Non so cosa ci faccia in questo posto dove mi hanno portato. Abbiamo attraversato a piedi l’Opera House sull’isola di Gezira, forse sarà per il tasso alcolico un pò alto o per i fumi della marjuana, fatto sta che tra questi palazzi illuminati, la musica classica degli altoparlanti esterni, l’edificio dedicato interamente all’esposizione permanente di arte contemporanea e il museo della musica, mi sento una nullità. Svuotato e frustrato, come annientato di fronte a tanta arte, meno di un granello di sabbia nel deserto. Mi sento rimpicciolire, la vita non vale niente e una strana sensazione mi coglie improvvisamente: l’idea di star perdendo tempo. Gli altri ragazzi schiamazzano e importunano le ragazze e i passanti. Non mi sono mai vergognato tanto di me stesso. Vorrei intervenire, ma mi sento così privo di forza e allora vorrei rimpicciolire ancora di più, quasi a sparire. È qualche mese che li frequento.
Seduto a uno dei tavoli dell’Hanger Theatre insieme agli altri avvolto nel mio silenzio. Mi alzo di scatto con le gambe leggermente tremolanti. Per un attimo si azzittiscono tutti.

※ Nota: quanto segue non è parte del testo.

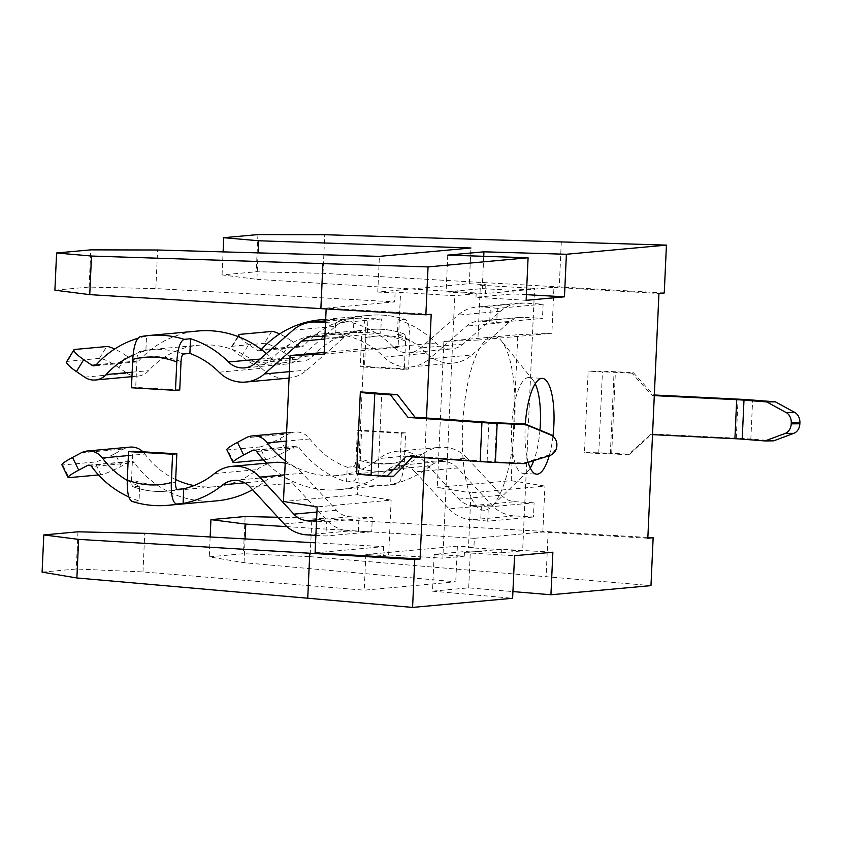 <?xml version="1.0" encoding="UTF-8"?>
<svg xmlns="http://www.w3.org/2000/svg" width="842" height="842" viewBox="0 0 842 842"><rect width="100%" height="100%" fill="white"/><g stroke="black" fill="none" stroke-linecap="round" stroke-linejoin="round"><path stroke-width="0.63" stroke-dasharray="4.21 3.16" d="M226.835 449.691A17.766 1.989 153.9 0 0 227.719 449.881L259.652 446.965L265.861 459.648L263.504 459.858M259.652 446.965A17.766 1.989 153.9 0 0 280.039 438.471L288.701 433.872L246.138 437.756M468.689 587.853L470.352 551.068L434.167 554.373L432.504 591.168L468.689 587.853L512.925 591.579M432.504 591.168L512.62 598.273M42.1 572.128L76.275 569.003L142.982 571.928L364.239 590.189L455.764 581.822L244.033 562.688L209.258 556.846L243.433 553.72L245.117 516.514M277.965 517.272L311.887 518.051L310.13 556.646L243.433 553.72M310.13 556.646L650.971 585.622M511.199 480.666L544.921 486.066L470.952 492.833L468.468 547.679L522.65 550.868L534.575 288.396L480.382 285.206L477.888 340.052L551.857 333.285L517.83 334.716L511.199 480.666L437.24 487.423L470.952 492.833M406.265 456.438L413.254 456.227L487.139 461.363A14.219 0.61 2.6 0 0 494.759 461.795L496.527 422.779M553.183 436.503A10.662 10.641 -44.8 0 1 556.257 444.471L556.215 445.355A10.662 10.641 135.2 0 1 548.763 455.048L523.429 463.037L494.759 461.795M523.429 463.037L524.061 463.668M84.621 377.153L127.184 373.259L118.985 367.67L126.311 355.777A17.766 3.305 31.7 0 0 114.67 349.041M126.311 355.777L134.52 361.376A3.557 3.389 -95.2 0 0 138.825 360.86A97.735 93.209 -95.2 0 1 197.902 331.011M477.888 340.052L443.871 341.473L517.83 334.716M284.67 474.835L302.267 473.225L336.442 510.252A21.324 20.334 -95.2 0 0 350.04 516.788L372.322 517.62L371.68 531.807L349.398 530.976A35.543 33.891 -95.2 0 1 326.728 520.093L292.553 483.066L249.99 486.95M265.861 459.648A17.766 1.989 153.9 0 0 286.248 451.154L294.921 446.555A3.557 3.389 84.8 0 1 299.152 447.576A97.735 93.209 84.8 0 0 346.557 481.908L347.23 467.236A83.516 79.653 84.8 0 1 309.877 438.966A17.766 16.945 -95.2 0 0 294.858 432.03A17.766 16.945 -95.2 0 0 288.701 433.872M98.546 474.951L100.903 474.73A17.766 1.989 -26.1 0 0 121.301 466.236L129.963 461.637A3.557 3.389 84.8 0 1 134.204 462.658L91.631 466.552M259.062 350.746L301.625 346.851A3.557 3.389 -95.2 0 1 299.468 346.294L291.269 340.694L283.933 352.577L292.142 358.176L249.569 362.071L241.37 356.471L248.695 344.588L256.905 350.177A3.557 3.389 -95.2 0 0 261.209 349.662A97.735 93.209 -95.2 0 1 261.294 349.567M301.625 346.851A3.557 3.389 -95.2 0 0 303.773 345.767L261.209 349.662M523.377 317.255L480.803 321.149L496.706 322.57L542.458 318.381L523.377 317.255A21.324 20.334 -95.2 0 0 520.461 317.308A21.324 20.334 -95.2 0 0 509.252 322.16L471.909 354.977L429.336 358.871L466.689 326.054A21.324 20.334 -95.2 0 1 477.898 321.202L520.461 317.308M77.969 531.807L76.275 569.003M142.982 571.928L144.729 533.333M491.686 505L449.123 508.894L414.948 471.867L457.511 467.973L491.686 505A35.543 33.891 -95.2 0 0 514.357 515.893L533.439 517.009L534.091 502.821L488.328 507.01L487.686 521.198L533.439 517.009M447.765 255.115L446.092 291.9L476.172 293.732L454.754 295.689L400.56 292.511L395.087 293.005L377.774 292.048L469.299 283.67L485.866 284.701L485.455 293.574L553.941 287.311L551.857 333.285M485.866 284.701L480.382 285.206M398.066 319.771L397.403 334.453L403.792 333.864C405.086 334.253 405.676 336.653 405.581 341.084L404.297 369.438L408.549 369.049L409.843 340.694C410.117 327.464 408.328 320.297 404.455 319.192A97.735 93.209 -95.2 0 0 369.238 315.35C381.458 314.255 393.446 315.561 405.191 319.265L398.066 319.771A97.735 93.209 -95.2 0 1 435.977 343.01A21.324 20.334 -95.2 0 0 451.933 348.914A21.324 20.334 -95.2 0 0 463.142 344.062L500.485 311.245A35.543 33.891 84.8 0 1 519.167 303.152A35.543 33.891 84.8 0 1 524.019 303.067L543.111 304.194L542.458 318.381M543.111 304.194L497.348 308.382L496.706 322.57M249.569 362.071A17.766 16.945 -95.2 0 0 260.357 364.902A17.766 16.945 -95.2 0 0 271.092 359.481A83.516 79.653 -95.2 0 1 321.581 333.979L370.533 329.506A83.516 79.653 -95.2 0 0 359.755 331.274C361.05 331.664 361.65 334.063 361.555 338.495L360.26 366.838L364.523 366.459L408.549 369.049M384.068 357.113A35.543 33.891 -95.2 0 0 410.654 366.965L453.228 363.07A35.543 33.891 -95.2 0 1 426.631 353.219L384.068 357.113A83.516 79.653 -95.2 0 0 321.581 333.979M410.654 366.965A35.543 33.891 -95.2 0 0 429.336 358.871M480.803 321.149A21.324 20.334 -95.2 0 0 477.898 321.202M489.739 321.676L490.381 307.488L481.445 306.962A35.543 33.891 84.8 0 0 476.604 307.046A35.543 33.891 84.8 0 0 457.922 315.129L420.568 347.957A21.324 20.334 -95.2 0 1 409.359 352.809L451.933 348.914M435.977 343.01L393.403 346.904A21.324 20.334 -95.2 0 0 409.359 352.809M393.403 346.904A97.735 93.209 -95.2 0 0 325.686 319.497M458.827 499.064L501.4 495.17L467.226 458.143L424.652 462.037L458.827 499.064A21.324 20.334 -95.2 0 0 472.425 505.6L488.328 507.01M121.301 466.236L115.08 453.554A17.766 1.989 -26.1 0 1 94.693 462.048L62.761 464.963A17.766 1.989 -26.1 0 1 61.876 464.784M127.247 480.382A83.516 79.653 84.8 0 0 139.709 486.213L139.035 500.885A97.735 93.209 84.8 0 1 128.868 496.969M633.331 372.638L631.984 373.185L652.224 395.519L653.571 394.972L633.331 372.638L615.397 371.754A28.428 1.221 2.6 0 0 588.169 371.122L584.464 452.701A28.428 1.221 2.6 0 1 611.692 453.333L629.627 454.217L628.279 454.764L610.345 453.88A14.219 0.61 2.6 0 0 598.736 453.543L584.464 452.701M324.191 352.419L364.049 348.777L357.418 494.728L283.459 501.485M470.352 551.068L501.232 552.826L501.4 549.279L552.868 552.205M664.254 292.995L323.002 273.313L256.231 271.777L222.056 274.902L256.894 279.355L258.094 252.884M222.056 274.902L223.098 251.884M315.845 336.232L358.418 332.348A21.324 20.334 -95.2 0 0 355.513 332.39A21.324 20.334 -95.2 0 0 344.304 337.242L306.951 370.059A35.543 33.891 -95.2 0 1 289.059 378.069M387.825 469.731L430.399 465.837A21.324 20.334 84.8 0 1 441.008 461.49L398.434 465.384A21.324 20.334 84.8 0 0 387.825 469.731A97.735 93.209 84.8 0 1 339.21 489.644A97.735 93.209 84.8 0 1 266.682 463.153M398.434 465.384A21.324 20.334 84.8 0 1 414.948 471.867M449.123 508.894A35.543 33.891 -95.2 0 0 471.783 519.788L480.719 520.303L481.361 506.116M424.652 462.037A35.543 33.891 -95.2 0 0 397.14 451.228A35.543 33.891 -95.2 0 0 379.458 458.469A83.516 79.653 84.8 0 1 337.916 475.488A83.516 79.653 84.8 0 1 285.312 460.806M139.035 500.885L131.91 501.39M315.087 552.878L383.563 546.616L315.54 542.827M383.563 546.616L383.163 555.478L388.646 554.983L442.839 558.162L454.754 295.689M647.824 538.227L542.827 532.049L474.351 538.312L473.941 547.174L457.385 546.142L365.86 554.52L383.163 555.478M365.86 554.52L364.239 590.189M413.254 456.227L412.612 456.88M393.73 476.214L378.047 475.12A14.219 0.61 -177.4 0 1 370.996 474.372L374.701 392.793M139.709 486.213L133.047 486.76C143.95 490.707 155.117 492.17 166.579 491.16A83.516 79.653 84.8 0 1 133.32 486.792C132.026 486.402 131.426 484.003 131.531 479.582L132.815 451.228M274.755 462.416A35.543 33.891 -95.2 0 0 257.073 469.657A83.516 79.653 84.8 0 1 215.531 486.676A83.516 79.653 84.8 0 1 193.965 485.571M175.673 479.561A83.516 79.653 84.8 0 1 144.919 454.059A17.766 16.945 -95.2 0 0 142.982 451.817M441.008 461.49A21.324 20.334 84.8 0 1 457.511 467.973M773.63 440.85L750.843 439.071A28.428 1.221 2.6 0 0 736.266 438.156L651.792 433.988L650.445 434.535L652.529 434.64M133.057 355.124A83.516 79.653 -95.2 0 1 145.855 350.84L146.519 336.158A97.735 93.209 -95.2 0 0 137.867 338.284M146.519 336.158L140.13 336.747M260.104 359.092L271.019 358.092A97.735 93.209 -95.2 0 0 266.293 353.651M181.03 361.618A76.411 72.875 -95.2 0 0 137.004 359.029C137.309 354.587 138.13 352.051 139.467 351.419L150.234 349.651A83.516 79.653 -95.2 0 0 139.467 351.419L145.855 350.84M219.109 372.206L261.683 368.312A83.516 79.653 -95.2 0 0 199.196 345.167A83.516 79.653 -95.2 0 0 148.708 370.669A17.766 16.945 -95.2 0 1 137.972 376.1L131.962 376.648M484.76 510.178A87.073 25.913 -86.6 0 1 463.763 409.98A87.073 25.913 -86.6 0 1 501.632 341.168A87.073 25.913 -86.6 0 1 514.578 424.8A87.073 25.913 -86.6 0 1 491.907 506.347A87.073 25.913 -86.6 0 1 484.76 510.178M530.26 468.015A47.973 14.282 -86.6 0 1 527.723 471.236A47.973 14.282 -86.6 0 1 523.787 473.351A47.973 14.282 -86.6 0 1 523.145 473.362A47.973 14.282 -86.6 0 1 511.704 424.631A47.973 14.282 -86.6 0 1 528.776 377.574A47.973 14.282 -86.6 0 1 533.081 380.226A47.973 14.282 -86.6 0 1 535.217 383.731M539.943 430.125A47.973 14.282 -86.6 0 1 533.796 460.606M404.297 369.438L360.26 366.838M501.232 552.826L522.65 550.868M473.941 547.174L468.468 547.679M434.167 554.373L464.258 556.204L442.839 558.162M261.683 368.312A35.543 33.891 -95.2 0 0 288.269 378.153M553.941 287.311L658.939 293.49M542.827 532.049L544.921 486.066M598.736 453.543L602.44 371.964L588.169 371.122M409.843 340.694A76.411 72.875 -95.2 0 0 365.807 338.105C366.091 324.875 364.302 317.708 360.429 316.603L354.04 317.181L353.377 331.853L359.755 331.274M365.807 338.105L364.523 366.459M315.876 535.396L325.917 535.996L326.57 521.808L316.518 521.209M354.04 317.181A97.735 93.209 -95.2 0 0 303.773 345.767M353.377 331.853A83.516 79.653 -95.2 0 0 313.666 355.587L271.092 359.481M292.142 358.176A17.766 16.945 -95.2 0 0 302.92 361.007A17.766 16.945 -95.2 0 0 313.666 355.587M650.445 434.535L628.279 454.764M654.297 395.624L652.224 395.519M631.984 373.185L614.05 372.301A14.219 0.61 2.6 0 0 602.44 371.964M364.049 348.777L398.077 347.357L400.56 292.511M324.107 354.114L398.077 347.357M357.418 494.728L391.141 500.137L317.171 506.895M501.4 549.279L464.416 552.657L514.557 555.709M347.23 467.236L353.608 466.647C354.945 466.015 355.766 463.489 356.082 459.037L357.366 430.694L361.618 430.304L360.334 458.648C359.418 471.941 356.955 479.498 352.945 481.319L346.557 481.908M467.226 458.143A35.543 33.891 -95.2 0 0 439.713 447.334A35.543 33.891 -95.2 0 0 422.031 454.575A83.516 79.653 84.8 0 1 391.256 469.825L397.645 469.236A83.516 79.653 84.8 0 1 386.867 471.015A83.516 79.653 84.8 0 1 353.608 466.647M118.985 367.67A17.766 3.305 31.7 0 0 99.398 358.418L67.476 361.344A17.766 3.305 -148.3 0 0 66.613 361.744M446.092 291.9L482.277 288.595L513.157 290.353L534.575 288.396M252.526 489.707A97.735 93.209 84.8 0 0 265.44 480.919A21.324 20.334 84.8 0 1 276.05 476.572A21.324 20.334 84.8 0 1 292.553 483.066M179.746 389.972L135.709 387.383L131.457 387.773M54.898 290.195L89.084 287.069L155.844 288.595L394.677 301.878L326.201 308.14L431.199 314.319M403.792 333.864L404.065 333.906C393.161 329.948 381.984 328.485 370.533 329.506A83.516 79.653 -95.2 0 1 403.792 333.864M115.08 453.554L123.753 448.954A17.766 16.945 -95.2 0 1 129.9 447.113M464.258 556.204L464.416 552.657M653.571 394.972L654.329 395.003M629.627 454.217L651.792 433.988M216.826 500.832A97.735 93.209 84.8 0 1 134.204 462.658M357.366 430.694L401.392 433.283L400.108 461.637C399.803 466.079 398.982 468.615 397.645 469.236L386.867 471.015L337.916 475.488M256.894 279.355L485.455 293.574M391.141 500.137L388.646 554.983M526.155 300.331L476.014 297.279L512.999 293.9L513.157 290.353M476.014 297.279L476.172 293.732M424.684 457.722L426.484 418.011M552.962 436.282A47.973 14.282 -86.6 0 1 549.205 455.743M528.176 462.374A47.973 14.282 -86.6 0 1 525.334 424.073M371.68 531.807L325.917 535.996M137.004 359.029L135.709 387.383M453.228 363.07A35.543 33.891 -95.2 0 0 471.909 354.977M426.631 353.219A83.516 79.653 -95.2 0 0 397.403 334.453M241.37 356.471A17.766 3.305 -148.3 0 1 231.561 346.662A17.766 3.305 -148.3 0 1 232.424 346.262L264.356 343.336A17.766 3.305 31.7 0 1 283.933 352.577M430.399 465.837A97.735 93.209 84.8 0 1 390.593 484.497L396.971 483.918A97.735 93.209 84.8 0 1 388.162 485.171A97.735 93.209 84.8 0 1 352.945 481.319M291.269 340.694A17.766 3.305 31.7 0 0 279.618 333.948M248.695 344.588A17.766 3.305 -148.3 0 1 239.991 337.347M501.4 495.17A21.324 20.334 -95.2 0 0 514.999 501.706L534.091 502.821M358.418 332.348L380.7 333.179L334.937 337.358L324.896 336.768M443.871 341.473L437.24 487.423M257.926 234.581L256.231 271.777M271.019 358.092A21.324 20.334 -95.2 0 0 286.975 363.997A21.324 20.334 -95.2 0 0 298.184 359.145L335.526 326.328A35.543 33.891 84.8 0 1 354.219 318.234A35.543 33.891 84.8 0 1 359.06 318.16L381.342 318.992L380.7 333.179M244.033 562.688L245.106 538.912M457.385 546.142L455.764 581.822M474.351 538.312L286.912 526.65M311.887 518.051L647.856 537.428M548.153 531.565L546.111 576.57M210.153 536.975L209.258 556.846M561.309 241.822L559.267 286.827M323.002 273.313L324.749 234.718M469.299 283.67L470.92 248.001M377.774 292.048L379.395 256.368M526.408 294.668L512.999 293.9M483.74 256.305L482.277 288.595M391.256 469.825L390.593 484.497M401.392 433.283L405.655 432.893L404.36 461.248C403.444 474.53 400.981 482.087 396.971 483.918L339.21 489.644M405.655 432.893L361.618 430.304M487.686 521.198L480.719 520.303M497.348 308.382L490.381 307.488M326.201 308.14L326.159 308.93M370.996 474.372L356.724 473.53L360.429 391.951M395.087 293.005L394.677 301.878M325.538 322.581L335.579 323.17L381.342 318.992M335.579 323.17L334.937 337.358M367.344 332.874L367.996 318.686M358.324 531.502L358.976 517.314M302.267 473.225A35.543 33.891 -95.2 0 0 285.196 463.163M326.57 521.808L372.322 517.62M127.184 373.259A17.766 16.945 -95.2 0 0 137.972 376.1M89.084 287.069L90.768 249.864M155.844 288.595L157.601 250M233.939 462.563L227.719 449.881M96.125 364.881L134.52 361.376M336.442 510.252L316.939 512.041M350.04 516.788L316.581 519.851M280.039 438.471L286.248 451.154M129.963 461.637L89.905 465.3M299.468 346.294L256.905 350.177M254.852 450.217L294.921 446.555M256.589 451.47L299.152 447.576M100.903 474.73L94.693 462.048M62.761 464.963L68.981 477.656M284.164 523.977L326.728 520.093M324.791 339.031L344.304 337.242M611.692 453.333L615.397 371.754M463.142 344.062L420.568 347.957M167.874 505.316A97.735 93.209 84.8 0 1 132.657 501.474M487.139 461.363L488.907 422.347M378.047 475.12L381.752 393.54M214.51 473.551L257.073 469.657M177.346 489.381A83.516 79.653 84.8 0 1 166.579 491.16L215.531 486.676M128.373 455.564L144.919 454.059M556.888 445.113L556.257 444.471M96.251 364.744L138.825 360.86M183.493 354.008A83.516 79.653 -95.2 0 0 150.234 349.651L199.196 345.167M509.252 322.16L466.689 326.054M750.843 439.071L752.611 400.055M736.266 438.156L738.034 399.14M132.162 372.185L148.708 370.669M289.353 371.669L306.951 370.059M556.215 445.355L556.846 445.986M548.763 455.048L549.394 455.68M610.345 453.88L614.05 372.301M309.877 438.966L286.196 441.134M422.031 454.575L379.458 458.469M99.398 358.418L106.734 346.536M74.801 349.451L67.476 361.344M265.44 480.919L244.696 482.813M175.557 482.171A76.411 72.875 84.8 0 1 131.531 479.582M81.179 452.849L123.753 448.954M514.357 515.893L471.783 519.788M325.686 319.328L369.238 315.35A97.735 93.209 -95.2 0 0 360.429 316.603M405.581 341.084A76.411 72.875 -95.2 0 0 361.555 338.495M400.108 461.637A76.411 72.875 84.8 0 1 356.082 459.037M306.825 534.87L349.398 530.976M271.682 331.453L264.356 343.336M232.424 346.262L239.76 334.369M472.425 505.6L514.999 501.706M325.601 321.212L359.06 318.16M292.963 330.222L335.526 326.328M500.485 311.245L457.922 315.129M524.019 303.067L481.445 306.962M404.36 461.248A76.411 72.875 84.8 0 1 360.334 458.648M255.621 363.039L298.184 359.145M88.621 465.163L131.194 461.269M296.152 446.186L253.579 450.081M355.513 332.39L312.94 336.284M533.081 380.226L501.632 341.168M527.723 471.236L491.907 506.347M233.476 480.466L276.05 476.572M397.14 451.228L439.713 447.334M231.561 346.662L237.833 336.495M136.678 361.944L94.104 365.838M286.575 432.788L294.858 432.03M325.622 320.844L354.219 318.234M260.357 364.902L302.92 361.007M523.145 473.362L536.691 474.162M528.776 377.574L542.322 378.374M519.167 303.152L476.604 307.046M286.975 363.997L244.401 367.891"/><path stroke-width="1.26" d="M263.504 459.858L233.939 462.563A17.766 1.989 153.9 0 1 233.045 462.384L226.835 449.691A17.766 1.989 153.9 0 1 237.465 442.366L246.138 437.756A17.766 16.945 -95.2 0 1 252.284 435.924L286.575 432.788M266.682 463.153A97.735 93.209 84.8 0 1 256.589 451.47A3.557 3.389 84.8 0 0 252.347 450.449L243.685 455.048A17.766 1.989 153.9 0 0 233.045 462.384M647.856 537.428L653.15 537.733L650.971 585.622L550.931 594.768L552.868 552.205L514.557 555.709L512.62 598.273L412.58 607.419L414.759 559.541L420.084 559.056L315.087 552.878L317.171 506.895L283.459 501.485L290.09 355.535L324.107 354.114L326.159 308.93M512.925 591.579L550.931 594.768M76.875 577.97L42.1 572.128L43.795 534.933L78.632 539.375L76.875 577.97L412.58 607.419M371.069 475.341L374.774 393.761A28.428 1.221 -177.4 0 1 360.334 392.035L356.629 473.614A28.428 1.221 -177.4 0 0 371.069 475.341L386.752 476.435L406.265 456.438L480.161 461.584A28.428 1.221 -177.4 0 0 495.391 462.426L524.061 463.668L549.394 455.68A10.662 10.641 135.2 0 0 556.846 445.986L556.888 445.113A10.662 10.641 -44.8 0 0 553.815 437.145L553.183 436.503A10.662 10.641 -44.8 0 0 549.71 434.167L525.197 424.021L496.527 422.779A14.219 0.61 2.6 0 1 488.907 422.347L415.022 417.211L408.044 417.422L390.456 394.856L397.435 394.635L415.022 417.211M325.538 322.581L316.497 322.044A35.543 33.891 84.8 0 0 311.645 322.128A35.543 33.891 84.8 0 0 292.963 330.222L255.621 363.039A21.324 20.334 -95.2 0 1 244.401 367.891A21.324 20.334 -95.2 0 1 228.456 361.986A97.735 93.209 -95.2 0 0 190.545 338.747L189.882 353.43L183.493 354.008C182.156 354.64 181.335 357.176 181.03 361.618L179.746 389.972L175.483 390.362L131.457 387.773L132.741 359.418C133.667 346.125 136.13 338.568 140.13 336.747L148.939 335.495A97.735 93.209 -95.2 0 0 140.13 336.747M190.545 338.747L184.166 339.337C180.156 341.157 177.694 348.714 176.778 362.007L175.483 390.362M114.67 349.041A17.766 3.305 31.7 0 0 106.734 346.536L74.801 349.451A17.766 3.305 -148.3 0 0 73.938 349.862L66.613 361.744A17.766 3.305 -148.3 0 0 76.411 371.564L84.621 377.153A17.766 16.945 -95.2 0 0 95.399 379.995A17.766 16.945 -95.2 0 0 106.145 374.564L132.162 372.185M137.867 338.284A97.735 93.209 -95.2 0 0 96.251 364.744A3.557 3.389 -95.2 0 1 91.946 365.27L83.747 359.671A17.766 3.305 -148.3 0 1 73.938 349.862M791.269 422.979L791.227 423.863A10.662 8.473 -90.6 0 1 785.207 433.42L764.989 440.945L773.63 440.85L793.838 433.325A10.662 8.473 -90.6 0 0 799.858 423.768L799.9 422.884L791.269 422.979A10.662 8.473 89.4 0 0 786.154 412.548L766.767 401.929L775.398 401.834L752.611 400.055A28.428 1.221 2.6 0 0 738.034 399.14L654.329 395.003M316.939 512.041L293.879 514.146A21.324 20.334 -95.2 0 0 307.477 520.682L316.518 521.209M799.9 422.884A10.662 8.473 89.4 0 0 794.795 412.454L775.398 401.834M89.905 465.3L87.4 465.531A3.557 3.389 84.8 0 1 91.631 466.552A97.735 93.209 84.8 0 0 128.868 496.969M43.795 534.933L77.969 531.807L144.729 533.333L315.54 542.827M325.686 319.497A97.735 93.209 -95.2 0 0 320.286 319.823A97.735 93.209 -95.2 0 0 261.294 349.567M87.4 465.531L78.727 470.131A17.766 1.989 -26.1 0 0 68.097 477.467A17.766 1.989 -26.1 0 0 68.981 477.656L98.546 474.951M127.247 480.382A83.516 79.653 84.8 0 1 102.356 457.953A17.766 16.945 -95.2 0 0 87.326 451.007A17.766 16.945 -95.2 0 0 81.179 452.849L72.517 457.448L78.727 470.131M244.696 482.813L222.877 484.813A21.324 20.334 84.8 0 1 233.476 480.466A21.324 20.334 84.8 0 1 249.99 486.95L284.164 523.977A35.543 33.891 -95.2 0 0 306.825 534.87L315.876 535.396M324.191 352.419L290.09 355.535M258.094 252.884L258.652 240.759L223.74 237.707L257.926 234.581L324.749 234.718L666.432 245.117L664.254 292.995L658.939 293.49L647.824 538.227L653.15 537.733M223.098 251.884L223.74 237.707M553.815 437.145A10.662 10.641 -44.8 0 0 550.342 434.809L525.829 424.652L497.159 423.41A28.428 1.221 -177.4 0 1 481.929 422.568L408.044 417.422M324.896 336.768L315.845 336.232A21.324 20.334 -95.2 0 0 312.94 336.284A21.324 20.334 -95.2 0 0 301.731 341.136L264.388 373.953L289.353 371.669M285.312 460.806A83.516 79.653 84.8 0 1 267.303 442.86A17.766 16.945 -95.2 0 0 252.284 435.924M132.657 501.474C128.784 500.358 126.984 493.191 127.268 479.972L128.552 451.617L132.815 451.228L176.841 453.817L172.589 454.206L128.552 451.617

“Ma che fai? Siediti”, dice uno di loro.
“Dai siediti, fra poco ti passa”, mi incalza un altro appoggiandomi la mano sulla spalla e tirandomi giù sulla sedia. Il corpo mi s’irrigidisce.
“Non provare a dirmi quello che devo fare!”, tuona la mia voce. “E togli la tua sporca mano dalla mia spalla”.
“Calma amico! Datti una calmata. Siamo qui per divertirci, okay?”. Non ho voglia di continuare a dare spettacolo più di quanto non abbiamo già fatto. Così m’incammino verso il giardino del bar. Con la coda dell’occhio noto uno spicchio di un’altra sala nascosta dietro un corto corridoio. S’intravvedono dei quadri appesi alle pareti. Incuriosito mi avvicino lentamente, quasi a chiedere il permesso Il ragazzo all’ingresso mi incita incoraggiandomi dicendomi che è ad ingresso libero. Non che mi importi pagare qualche spicciolo, però il modo di fare invitante del ragazzo mi sprona definitivamente.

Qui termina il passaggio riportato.